Microsoft Teams SDK ships a three-line HTTP adapter
The renamed Teams AI Library now includes ExpressAdapter in TypeScript and FastAPIAdapter in Python that wrap your existing HTTP server and inject a POST /api/messages route. Docs walk through running a Slack Bolt bot and Teams on the same Express server, bridging a LangChain chain, and forwarding messages to an Azure AI Foundry agent.
AWS Interconnect reaches general availability
Layer 3 private connections between AWS VPCs and Google Cloud (Azure and OCI later in 2026) with built-in MACsec encryption over the AWS backbone. Interconnect Last Mile auto-provisions 4 redundant connections across 2 locations with BGP, MACsec, and Jumbo Frames by default. Spec is on GitHub under Apache 2.0.

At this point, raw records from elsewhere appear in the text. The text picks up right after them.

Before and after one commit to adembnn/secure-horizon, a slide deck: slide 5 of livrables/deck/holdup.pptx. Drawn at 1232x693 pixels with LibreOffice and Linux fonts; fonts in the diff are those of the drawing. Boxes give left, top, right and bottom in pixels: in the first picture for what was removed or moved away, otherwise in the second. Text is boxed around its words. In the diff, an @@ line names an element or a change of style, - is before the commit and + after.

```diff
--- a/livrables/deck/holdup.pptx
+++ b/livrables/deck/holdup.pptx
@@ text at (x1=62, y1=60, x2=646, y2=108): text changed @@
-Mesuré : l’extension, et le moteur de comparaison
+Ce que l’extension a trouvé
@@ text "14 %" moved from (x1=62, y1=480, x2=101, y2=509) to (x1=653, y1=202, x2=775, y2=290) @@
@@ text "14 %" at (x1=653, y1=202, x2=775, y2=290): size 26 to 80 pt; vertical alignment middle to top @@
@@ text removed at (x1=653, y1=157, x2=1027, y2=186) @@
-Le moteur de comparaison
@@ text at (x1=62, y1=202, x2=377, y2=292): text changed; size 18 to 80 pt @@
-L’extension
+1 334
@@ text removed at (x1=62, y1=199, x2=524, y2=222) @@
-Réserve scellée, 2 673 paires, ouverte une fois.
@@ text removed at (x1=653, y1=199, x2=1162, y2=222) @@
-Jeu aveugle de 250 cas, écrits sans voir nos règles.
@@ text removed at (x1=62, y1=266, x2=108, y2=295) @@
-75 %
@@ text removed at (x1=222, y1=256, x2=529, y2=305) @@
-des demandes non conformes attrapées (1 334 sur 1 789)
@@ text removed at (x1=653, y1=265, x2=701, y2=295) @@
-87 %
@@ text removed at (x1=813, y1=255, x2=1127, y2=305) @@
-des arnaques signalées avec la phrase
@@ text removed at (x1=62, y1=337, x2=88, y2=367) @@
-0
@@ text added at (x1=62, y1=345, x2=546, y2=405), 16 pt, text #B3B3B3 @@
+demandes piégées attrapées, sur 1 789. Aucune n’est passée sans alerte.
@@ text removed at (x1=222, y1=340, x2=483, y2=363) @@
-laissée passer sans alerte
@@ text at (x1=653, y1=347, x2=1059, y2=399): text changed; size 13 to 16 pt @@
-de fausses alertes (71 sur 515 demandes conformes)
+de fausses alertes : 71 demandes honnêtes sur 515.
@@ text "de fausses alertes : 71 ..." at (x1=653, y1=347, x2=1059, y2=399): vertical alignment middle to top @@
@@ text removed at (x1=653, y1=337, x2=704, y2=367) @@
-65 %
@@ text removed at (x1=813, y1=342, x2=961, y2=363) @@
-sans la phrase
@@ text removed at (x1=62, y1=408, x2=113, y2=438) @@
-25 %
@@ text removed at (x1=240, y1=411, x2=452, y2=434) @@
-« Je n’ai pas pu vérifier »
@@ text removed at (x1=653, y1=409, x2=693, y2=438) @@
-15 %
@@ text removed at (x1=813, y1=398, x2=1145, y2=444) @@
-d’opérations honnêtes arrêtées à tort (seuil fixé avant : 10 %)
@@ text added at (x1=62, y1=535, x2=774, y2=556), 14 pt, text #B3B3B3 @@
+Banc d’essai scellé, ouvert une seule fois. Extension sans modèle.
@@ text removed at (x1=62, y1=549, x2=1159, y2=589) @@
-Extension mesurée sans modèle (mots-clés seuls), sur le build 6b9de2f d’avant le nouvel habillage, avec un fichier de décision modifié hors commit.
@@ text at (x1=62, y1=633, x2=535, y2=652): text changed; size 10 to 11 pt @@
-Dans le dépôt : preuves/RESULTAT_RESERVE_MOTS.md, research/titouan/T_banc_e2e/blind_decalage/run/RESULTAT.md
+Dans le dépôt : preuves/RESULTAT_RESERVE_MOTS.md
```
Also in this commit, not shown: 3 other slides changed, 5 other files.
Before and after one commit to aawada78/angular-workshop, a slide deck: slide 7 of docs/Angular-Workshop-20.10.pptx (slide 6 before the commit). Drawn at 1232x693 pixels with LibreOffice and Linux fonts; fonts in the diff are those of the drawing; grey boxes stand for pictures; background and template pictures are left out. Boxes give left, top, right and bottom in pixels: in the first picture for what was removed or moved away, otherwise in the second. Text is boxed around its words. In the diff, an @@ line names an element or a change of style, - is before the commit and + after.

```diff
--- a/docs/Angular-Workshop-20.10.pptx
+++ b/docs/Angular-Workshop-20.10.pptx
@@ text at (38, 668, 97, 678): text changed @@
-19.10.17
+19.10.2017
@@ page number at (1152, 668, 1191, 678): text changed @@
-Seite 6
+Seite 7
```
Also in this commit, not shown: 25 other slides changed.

Microsoft wires Claude Mythos Preview into its SDL toolchain
Developers can run vulnerability detection earlier in the dev cycle. The integration lands during active external scrutiny of Mythos's own release constraints.
Gil Pignol on Meta's $80B metaverse pattern
Medium essay framing Meta's April 8 switch from open-source Llama to proprietary Muse Spark as the same playbook that produced the metaverse writedown: pick a platform layer, pour capex into owning it, pivot when the extraction mechanism fails to materialize. Useful less for the Meta specifics than for the framework about which AI companies have a natural interface between models and revenue, and which ones are spending to manufacture one.
Looking Ahead
What to Watch
- 1
GPT-5.5 API rollout
OpenAI said "very soon" and gated it behind separate safeguards. The pricing/effective-cost picture changes meaningfully once teams can benchmark the 40% fewer tokens per task claim on their own workloads.
- 2
DeepSeek's non-NVIDIA chip stack
One frontier model on Huawei Ascend plus Cambricon isn't a trend. Two or three more ships over the next 90 days and the US export-control strategy needs a rewrite, not an amendment.
- 3
The Anthropic trust tax
Three simultaneous stories (Pro pricing, the quality postmortem, AUP over-refusal) all erode the willingness of developers to stake a year on Claude. Watch whether April 20's fixes hold and whether the Cyber Verification Program actually opens access or formalizes gatekeeping.
- 4
Copilot's token meter
GitHub is the last major AI coding tool still priced primarily in requests. The meter is the leading indicator of the switch. If Copilot follows Cursor into pure usage-based pricing, the whole "flat monthly sub with soft limits" era ends in one quarter.
- 5
SpaceX/Cursor closing
A $60B option plus a $10B termination fee is a real number, not a signaling round. Whether it closes (and whether Anysphere keeps reselling Claude and GPT through the transition) will reshape where indie developer tooling sits in the stack.
A year ago the question was which model to use. This quarter it's which stack is worth a year of work, and the hard part isn't the capital or the chips. It's figuring out which lab will still be shipping cleanly in twelve months.